I do fine the nerites are killed by my mbuna and Tangs. But also, they only eat algae on the glass and will not eat fish food that might be left over on the bottom.


----------



## Mschn99 (Dec 24, 2012)

DJRansome said:


> What about a bristlenose pleco?
> 
> The MTS and pond and ramshorn snails will reproduce so fast, they cause other problems...clogging filters and Pythons.
> 
> I do fine the nerites are killed by my mbuna and Tangs. But also, they only eat algae on the glass and will not eat fish food that might be left over on the bottom.


I second the BN pleco.....my only concern is you would have to find one big enough that the oscar would not be able to kill it right away. I usually get mine at 1-1.5" and grow them out in fry tanks and I can usually put them in with my africans at around 1.5-2". I would think a 2" pleco would just be fish food for the oscar.


----------



## smitty814 (Sep 27, 2012)

Why do ppl automaticly prescribe plecos for algae? MTS will multiply only when the food source is sufficient. I have had nerites in my aquarium for 6 months and no deaths caused by mbuna. I also have found the nerites eating algae off of my broad leaf plants. MTS also burrow so the substrate is kept looseand they don't damage plants. Those are some of the pros for keeping snails.


----------



## Mschn99 (Dec 24, 2012)

smitty814 said:


> Why do ppl automaticly prescribe plecos for algae? MTS will multiply only when the food source is sufficient. I have had nerites in my aquarium for 6 months and no deaths caused by mbuna. I also have found the nerites eating algae off of my broad leaf plants. MTS also burrow so the substrate is kept looseand they don't damage plants. Those are some of the pros for keeping snails.

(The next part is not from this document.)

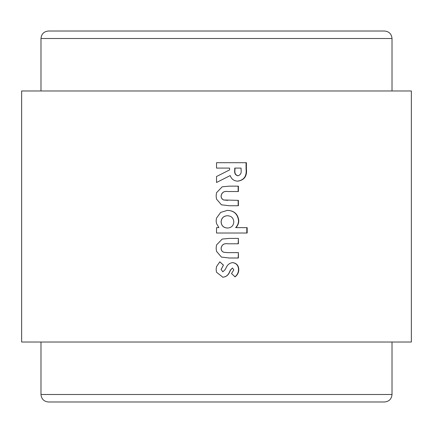 <?xml version="1.0" encoding="UTF-8"?>
<svg xmlns="http://www.w3.org/2000/svg" width="433" height="433" viewBox="0 0 433 433"><rect width="100%" height="100%" fill="white"/><g stroke="black" fill="none" stroke-linecap="round" stroke-linejoin="round"><path stroke-width="0.65" d="M222.827 271.832L221.144 269.505L223.444 265.104L219.823 261.841L216.5 266.631L216.143 269.407L216.5 272.222L222.833 277.212C226.161 276.904 228.445 275.112 229.701 271.848L230.681 269.9L232.472 267.989L233.809 269.9L231.509 273.537L235.032 276.828C237.452 275.058 238.702 272.676 238.783 269.678C238.67 265.553 236.635 263.199 232.678 262.615C229.587 263.02 227.412 264.731 226.145 267.74L225.247 269.521L222.827 271.832L221.144 269.505M229.225 258.003L238.404 258.003L238.399 252.623L227.736 252.623L223.709 252.25C221.977 251.476 221.122 250.128 221.139 248.201C221.793 244.71 224.056 243.232 227.92 243.784L238.399 243.784L238.399 238.404L229.382 238.404L222.205 239.059L216.5 245.008L216.143 248.185L216.5 251.335L221.431 257.078L229.225 258.003M218.919 227.644L216.527 227.644L216.527 233.024L247.167 233.024L247.162 227.644L235.861 227.644C237.777 225.728 238.751 223.412 238.783 220.695C237.982 214.086 234.199 210.638 227.439 210.351L220.668 212.403L216.5 218.135L216.143 220.857L216.5 223.542L218.919 227.644L216.527 227.644M229.225 205.74L238.399 205.74L238.399 200.36L223.715 199.992C221.983 199.218 221.128 197.865 221.144 195.943C221.799 192.447 224.056 190.975 227.92 191.521L238.399 191.521L238.399 186.141L229.382 186.141L222.199 186.796L216.5 192.75L216.143 195.927L216.5 199.077L221.436 204.814L229.225 205.74M216.527 176.512L216.527 182.493L230.204 175.576C231.52 179.235 234.101 181.091 237.961 181.151C244.412 180.058 247.221 175.998 246.399 168.973L246.404 162.705L216.527 162.705L216.527 168.085L229.593 168.085L229.593 169.909L216.527 176.512M21.65 342.027L411.35 342.027L411.35 90.973L21.65 90.973L21.65 342.027M40.983 38.51L392.017 38.51C391.573 33.958 389.072 31.463 384.52 31.019L48.48 31.019C43.928 31.463 41.427 33.958 40.983 38.51L40.983 90.973M392.017 394.49L40.983 394.49C41.427 399.042 43.928 401.537 48.48 401.981L384.52 401.981C389.072 401.537 391.573 399.042 392.017 394.49L392.017 342.027M216.5 401.981L373.879 401.981M216.5 31.019L59.121 31.019M216.527 182.493L230.204 175.576M237.712 181.151C244.088 180.058 246.87 175.998 246.058 168.973L246.058 162.705L246.404 162.705M246.058 162.705L216.527 162.705M216.527 168.085L229.593 168.085M238.031 175.771L237.787 175.771C235.303 175.084 234.291 173.222 234.746 170.18L234.746 168.085L241.073 168.085L241.073 169.915C241.587 172.951 240.575 174.9 238.031 175.771C235.514 175.046 234.491 173.178 234.962 170.18L234.962 168.085M229.079 205.74L238.399 205.74M238.145 205.74L238.145 200.36M223.715 199.992L227.736 200.36M223.634 199.992C221.923 199.218 221.074 197.865 221.09 195.943L221.144 195.943M221.09 195.943C221.734 192.447 223.969 190.975 227.785 191.521L238.399 191.521M238.145 191.521L238.145 186.141M216.5 192.75L216.143 195.927L216.5 199.077M216.5 218.135L216.143 220.857L216.5 223.542M246.81 233.024L246.81 227.644L247.162 227.644M246.81 227.644L235.861 227.644M235.639 227.644C237.528 225.728 238.491 223.412 238.523 220.695L238.783 220.695M238.523 220.695C237.733 214.086 233.993 210.638 227.309 210.351M227.541 228.029L227.412 228.029C223.525 227.812 221.42 225.755 221.084 221.848C221.458 218.01 223.558 215.97 227.395 215.731L227.52 215.731C231.379 215.964 233.474 217.994 233.809 221.826C233.522 225.717 231.428 227.785 227.541 228.029C223.607 227.812 221.474 225.755 221.139 221.848C221.517 218.005 223.644 215.97 227.52 215.731M238.15 258.003L238.399 252.623M238.15 252.623L227.736 252.623M227.606 252.623L223.709 252.25M223.623 252.25C221.918 251.476 221.068 250.128 221.09 248.201L221.139 248.201M221.09 248.201C221.734 244.71 223.964 243.232 227.785 243.784L227.785 243.784M238.145 243.784L238.399 238.404M238.145 238.404L229.236 238.404M216.5 245.008L216.143 248.185L216.5 251.335M221.09 269.505L223.444 265.104M223.363 265.104L219.785 261.841M216.5 266.631L216.143 269.407L216.5 272.222M222.762 277.212C226.048 276.904 228.31 275.112 229.55 271.848L229.701 271.848M229.55 271.848L230.518 269.9L232.472 267.989M234.816 276.828C237.208 275.058 238.442 272.676 238.523 269.678L238.783 269.678M238.523 269.678C238.415 265.553 236.402 263.199 232.494 262.615M246.058 168.973L246.399 168.973M40.983 394.49L40.983 342.027M392.017 38.51L392.017 90.973"/></g></svg>

In this particular situation, i would think a large oscar is going to make short work of any snails. He isnt keeping mbuna


----------



## smitty814 (Sep 27, 2012)

Mschn99 said:


> smitty814 said:
> 
> 
> > Why do ppl automaticly prescribe plecos for algae? MTS will multiply only when the food source is sufficient. I have had nerites in my aquarium for 6 months and no deaths caused by mbuna. I also have found the nerites eating algae off of my broad leaf plants. MTS also burrow so the substrate is kept looseand they don't damage plants. Those are some of the pros for keeping snails.
> ...


I was refering to DJransomes report of mbuna killing nerites.
The snails are cheap enough to try. :dancing:


----------



## DJRansome (Oct 29, 2005)

Mine get killed over a period of time. They can live about 2 years. I have only had one live that long in my tanks...and he was in the hap/peacock tank. I love them, don't get me wrong. But I will put them in the hap/peacock tank so they can avoid premature death. Deaths can occur at 8 months...12 months...18 months.


----------



## chuckles75 (Jan 17, 2013)

Thanks for the suggestions!
I do have a plecostomas in with them, forgot to mention that.. just doesn't seem to do much to help keep it clean.. I have no idea what kind it is, whatever wal-mart had lol... I do have another tank that has a couple of mbunas in it, and I put what I believe is a mystery snail in it, the mbunas are small, 1.5-2 inches? and the snail is about inch in diameter, that one is doing well so far.


----------



## BC in SK (Aug 11, 2012)

How long snails might last in an mbuna tank is really beside the point, considering the OP's stock. Not only the oscar, but at large size, GT and especially JD, will eat snails quite easily. As long as they can get it into their mouth, they will break the shell and spit the shell out. When I was a kid, I use to get snails from the slews and feed them to my cichlids all the time....some snails were well over an inch.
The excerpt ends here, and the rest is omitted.